What you will do » Say how many lines in the entries hold the word "rate", and reply with that number only.

====== Recorded data ======

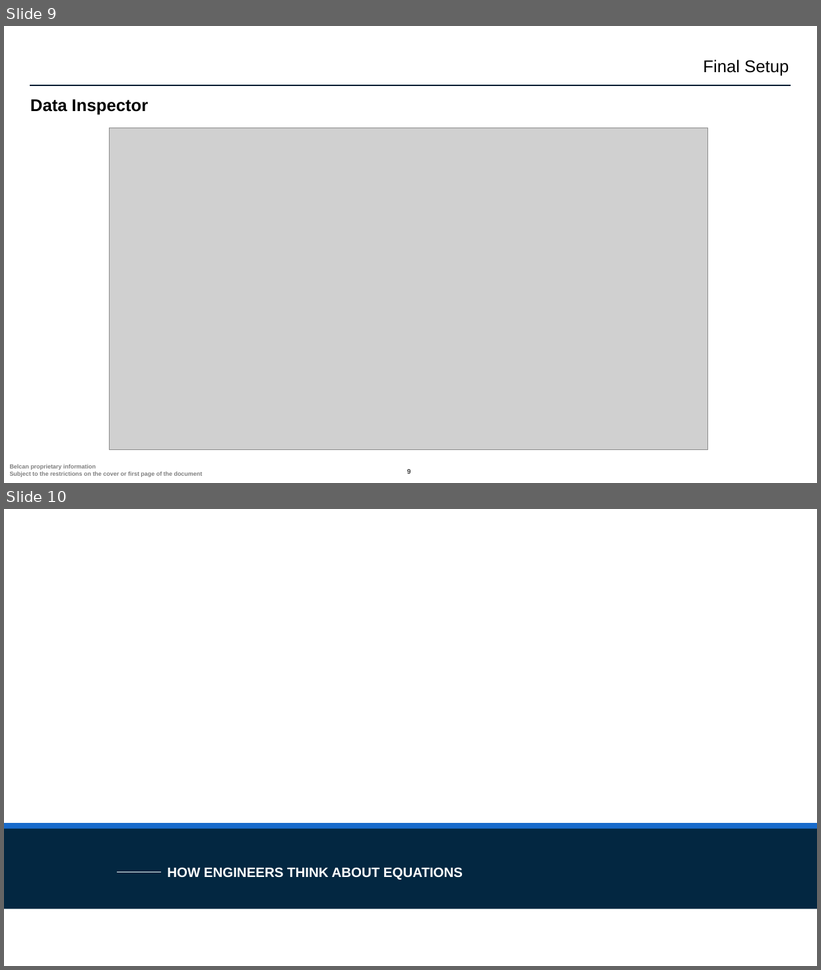
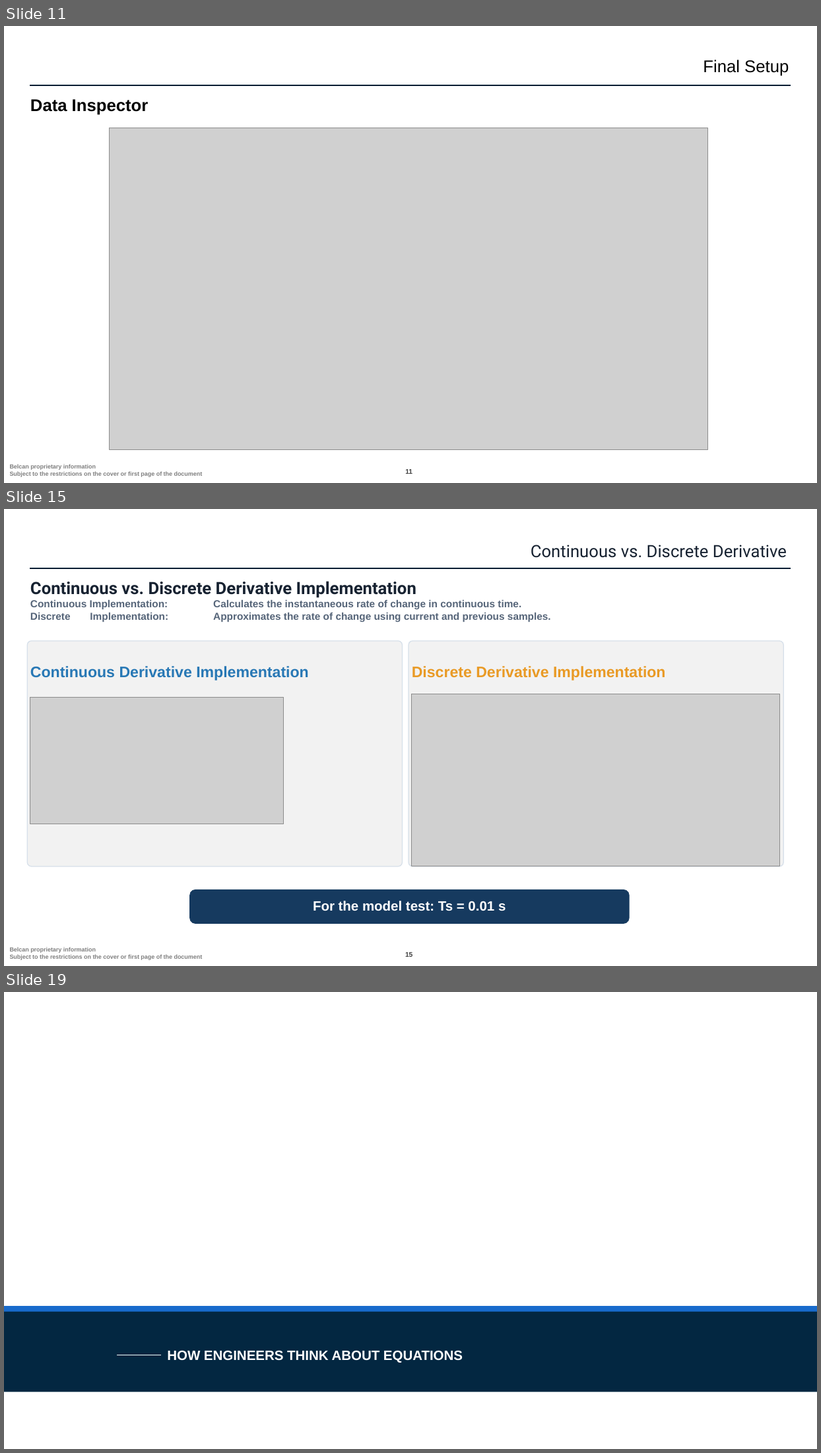
Before and after one commit to ntylerbelcan/aviation-controls-simulink-training-Belcan, a slide deck: ch02/Chapter 2 02_derivative_System.pptx. Shown one above the other, each under a label of ours: slides 9 and 10 before the commit, slides 11, 15 and 19 after it; the slides between them are not shown. The pictures are 821x970 and 821x1453 pixels, drawn with LibreOffice and Linux fonts; fonts in the diff are those of the drawing; grey boxes stand for pictures; background and template pictures are left out. Boxes give left, top, right and bottom in pixels: in the first picture for what was removed or moved away, otherwise in the second. Text is boxed around its words. In the diff, an @@ line names an element or a change of style, - is before the commit and + after.

```diff
--- a/ch02/Chapter 2 02_derivative_System.pptx
+++ b/ch02/Chapter 2 02_derivative_System.pptx
@@ slide 15 added at (x1=4, y1=509, x2=817, y2=966), background #FFFFFF; not listed: 3 template elements that a slide beside it also shows @@
@@ text added at (x1=531, y1=545, x2=787, y2=558), 20 pt, text #172231 @@
+Continuous vs. Discrete Derivative
@@ title added at (x1=30, y1=581, x2=551, y2=622), 12 pt, text #566579, bold @@
+Continuous vs. Discrete Derivative Implementation
+Continuous Implementation: Calculates the instantaneous rate of change in continuous time.
+Discrete Implementation: Approximates the rate of change using current and previous samples.
@@ rounded rectangle added at (x1=27, y1=641, x2=403, y2=867), fill #F2F2F2, outline #D7E0EA 1 pt @@
@@ rounded rectangle added at (x1=409, y1=641, x2=783, y2=867), fill #F2F2F2, outline #D7E0EA 1 pt @@
@@ text added at (x1=30, y1=666, x2=309, y2=681), 18 pt, text #2878B5, bold @@
+Continuous Derivative Implementation
@@ text added at (x1=412, y1=666, x2=666, y2=681), 18 pt, text #E99A25, bold @@
+Discrete Derivative Implementation
@@ picture added at (x1=30, y1=698, x2=283, y2=825) @@
@@ picture added at (x1=412, y1=694, x2=781, y2=867) @@
@@ rounded rectangle added at (x1=190, y1=890, x2=629, y2=923), fill #163A5F, outline #163A5F 1 pt @@
@@ text added at (x1=313, y1=901, x2=506, y2=912), 16 pt, text #FFFFFF, bold @@
+For the model test: Ts = 0.01 s
@@ what was slide 9 is now slide 11 @@
@@ page number at (x1=405, y1=470, x2=413, y2=474): text changed @@
-9
+11
@@ what was slide 10 is now slide 19 @@
```
Also in this commit, not shown: 9 slides changed, 9 other slides added, 11 other files.

======

Written response » 2